1Biotechnology Group, DIAS, KVL, Thorvaidsensvej 40, 1871 Frederiksberg C, Denmark; 2USDA-ARS, Horticultural Crops Research Laboratory, 3420 NW Orchard Ave, OSU, Corvallis 97330, USA

Background and objectives
Pea seedborne mosaic potyvirus (PSBMV) infects leguminous crops such as pea, faba bean and lentil. In pea, natural resistance due to recessive genes has been described in PI lines and cultivars. Based on the infection profiles of PSBMV isolates on resistant pea lines, four resistance genes and three pathotypes of PSBMV have been defined. Resistance gene sbm-1 confers resistance to pathotype P-1, sbm-2 and sbm-3 both confer resistance to P-2, and sbm-4 to P-4 [1]. Resistance genes sbm-1, -3, and -4 were found to be closely linked on chromosome 6 in a cluster including two other potyvirus resistance genes cyv-2 and wlv. These confer resistance to the clover yellow vein virus (CYVV) and white lupin mosaic virus, respectively. Gene sbm-2 was found to map in a cluster of potyvirus resistance genes on chromosome 2. It includes the genes cyv-1, pmv and bcm which confer resistances to CYVV, pea mosaic virus and bean common mosaic virus isolate-NL8, respectively; and mo that confers resistance to both bean yellow mosaic virus and watermelon mosaic virus 2. It has been speculated that sbm-2 and sbm-3 as well as cyv-1 and cyv-2 could be duplicate genes, because pea lines homozygous for either of these gene pairs are resistant to the same isolates of PSBMV and CYVV, respectively [2].
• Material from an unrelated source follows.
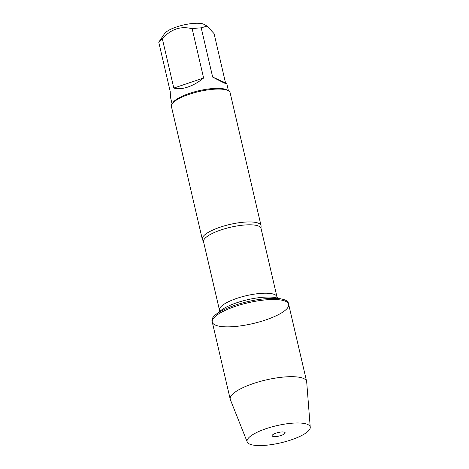 <?xml version="1.0" encoding="UTF-8"?>
<svg xmlns="http://www.w3.org/2000/svg" width="469" height="469" viewBox="0 0 469 469"><rect width="100%" height="100%" fill="white"/><g stroke="black" fill="none" stroke-linecap="round" stroke-linejoin="round"><path stroke-width="0.7" d="M288.394 303.126A39.22 10.676 166.9 0 0 282.303 299.169A39.22 10.676 166.9 0 0 247.779 301.614A39.22 10.676 166.9 0 0 215.717 314.664A39.22 10.676 166.9 0 0 212 320.902L212.269 322.068A39.22 10.676 -13.1 0 1 248.048 302.781A39.22 10.676 -13.1 0 1 288.664 304.293A39.22 10.676 -13.1 0 1 265.624 319.975A39.22 10.676 -13.1 0 1 212.269 322.068A39.22 10.676 166.9 0 1 235.315 306.386A39.22 10.676 166.9 0 1 288.664 304.293L288.394 303.126M202.848 240.316A30.151 8.208 -13.1 0 1 202.315 239.284A30.151 8.208 -13.1 0 1 220.031 227.231A30.151 8.208 -13.1 0 1 261.045 225.618A30.151 8.208 -13.1 0 1 261.022 226.779L261.028 228.403A29.5 8.032 166.9 0 0 230.472 227.266A29.5 8.032 166.9 0 0 203.564 241.781L202.848 240.316M261.045 225.618L230.127 92.745A30.151 8.208 166.9 0 0 228.397 90.757A30.151 8.208 166.9 0 0 198.897 91.578A30.151 8.208 166.9 0 0 172.07 103.866A30.151 8.208 166.9 0 0 171.396 106.41L202.315 239.284M172.053 103.895L170.452 97.042L170.212 91.437L158.751 42.192A28.943 7.879 -13.1 0 1 158.868 42.022L164.555 33.651A21.193 5.769 -13.1 0 1 176.532 26.962A21.193 5.769 -13.1 0 1 204.144 24.441L207.022 26.076L214.063 33.61L225.525 82.855L212.668 77.092C221.907 81.969 226.633 84.244 226.832 83.922L225.525 82.855M158.868 42.022A28.943 7.879 -13.1 0 1 162.35 38.833C170.804 29.113 180.741 25.754 192.155 28.761A28.943 7.879 -13.1 0 1 201.213 27.847L207.022 26.076M201.213 27.847L212.668 77.092M173.811 88.072C177.716 89.198 182.388 88.858 187.829 87.052C193.287 85.176 198.551 82.157 203.616 78.006L173.811 88.072L162.35 38.833M203.616 78.006L192.155 28.761M228.397 90.757L227.031 89.984A28.943 7.879 166.9 0 0 189.312 93.431A28.943 7.879 166.9 0 0 172.955 102.564L172.07 103.866M310.249 427.288L306.691 381.901A39.22 10.676 166.9 0 0 306.62 381.467A39.22 10.676 166.9 0 0 253.272 383.56A39.22 10.676 166.9 0 0 230.232 399.242A39.22 10.676 166.9 0 0 230.361 399.664L247.21 441.956A32.39 8.817 166.9 0 0 280.644 442.859A32.39 8.817 166.9 0 0 310.249 427.288A32.39 8.817 166.9 0 0 266.128 428.66A32.39 8.817 166.9 0 0 247.21 441.956M276.065 433.116A6.677 1.817 166.9 0 0 272.167 435.472A6.677 1.817 166.9 0 0 281.224 435.425A6.677 1.817 166.9 0 0 284.994 432.488A6.677 1.817 166.9 0 0 276.065 433.116M203.564 241.781L219.48 310.185A29.5 8.032 -13.1 0 1 246.395 295.669A29.5 8.032 -13.1 0 1 276.95 296.807L277.853 298.378M282.303 299.169L275.977 297.739A32.519 8.852 166.9 0 0 247.345 299.767A32.519 8.852 166.9 0 0 220.764 310.589L215.717 314.664M261.028 228.403L276.95 296.807M219.48 310.185L219.357 311.991M228.426 90.775L226.832 83.922M306.62 381.467L288.664 304.293M230.232 399.242L212.269 322.068"/></g></svg>

Our interest is to study the recessive resistance mechanisms of the sbm genes to the different pathotypes of PSBMV.

Results and conclusions
We initially generated chimaeras of DPD1 (a representative of pathotype P-1) and NY (a non-P-1 pathotype) and tested these on pea line PI 269818 which is homozygous for the sbm-1 gene, i.e. resistant to DPD1 and susceptible to NY. This enabled us to define the viral VPg protein with a putative function in virus replication as the avirulence determinant with respect to pathotype P-1 [3]. The determinant region was further narrowed down to 13 amino acids in the central part of VPg. To test if VPg is the general avirulence determinant with respect to recessive resistance, we replaced VPg in both pathotype DPD1 and NY with VPg from the pathotype P-2 isolate Ll. These chimaeras were tested on PI 269818 and on the pea cultivar Bonneville, which are both resistant to Ll due to homozygosity of the sbm-3 and sbm-2 genes, respectively. Interestingly, both chimaeras infected Bonneville but were unable to break the resistance in PI 269818. This result demonstrates that the sbm-2 resistance in Bonneville against Ll is not related to the VPg protein, suggesting that the resistance conferred by the sbm-2 gene may function by a mechanism different from sbm-1 and sbm-3 resistances, and that sbm-2 and sbm-3 are not duplicate genes.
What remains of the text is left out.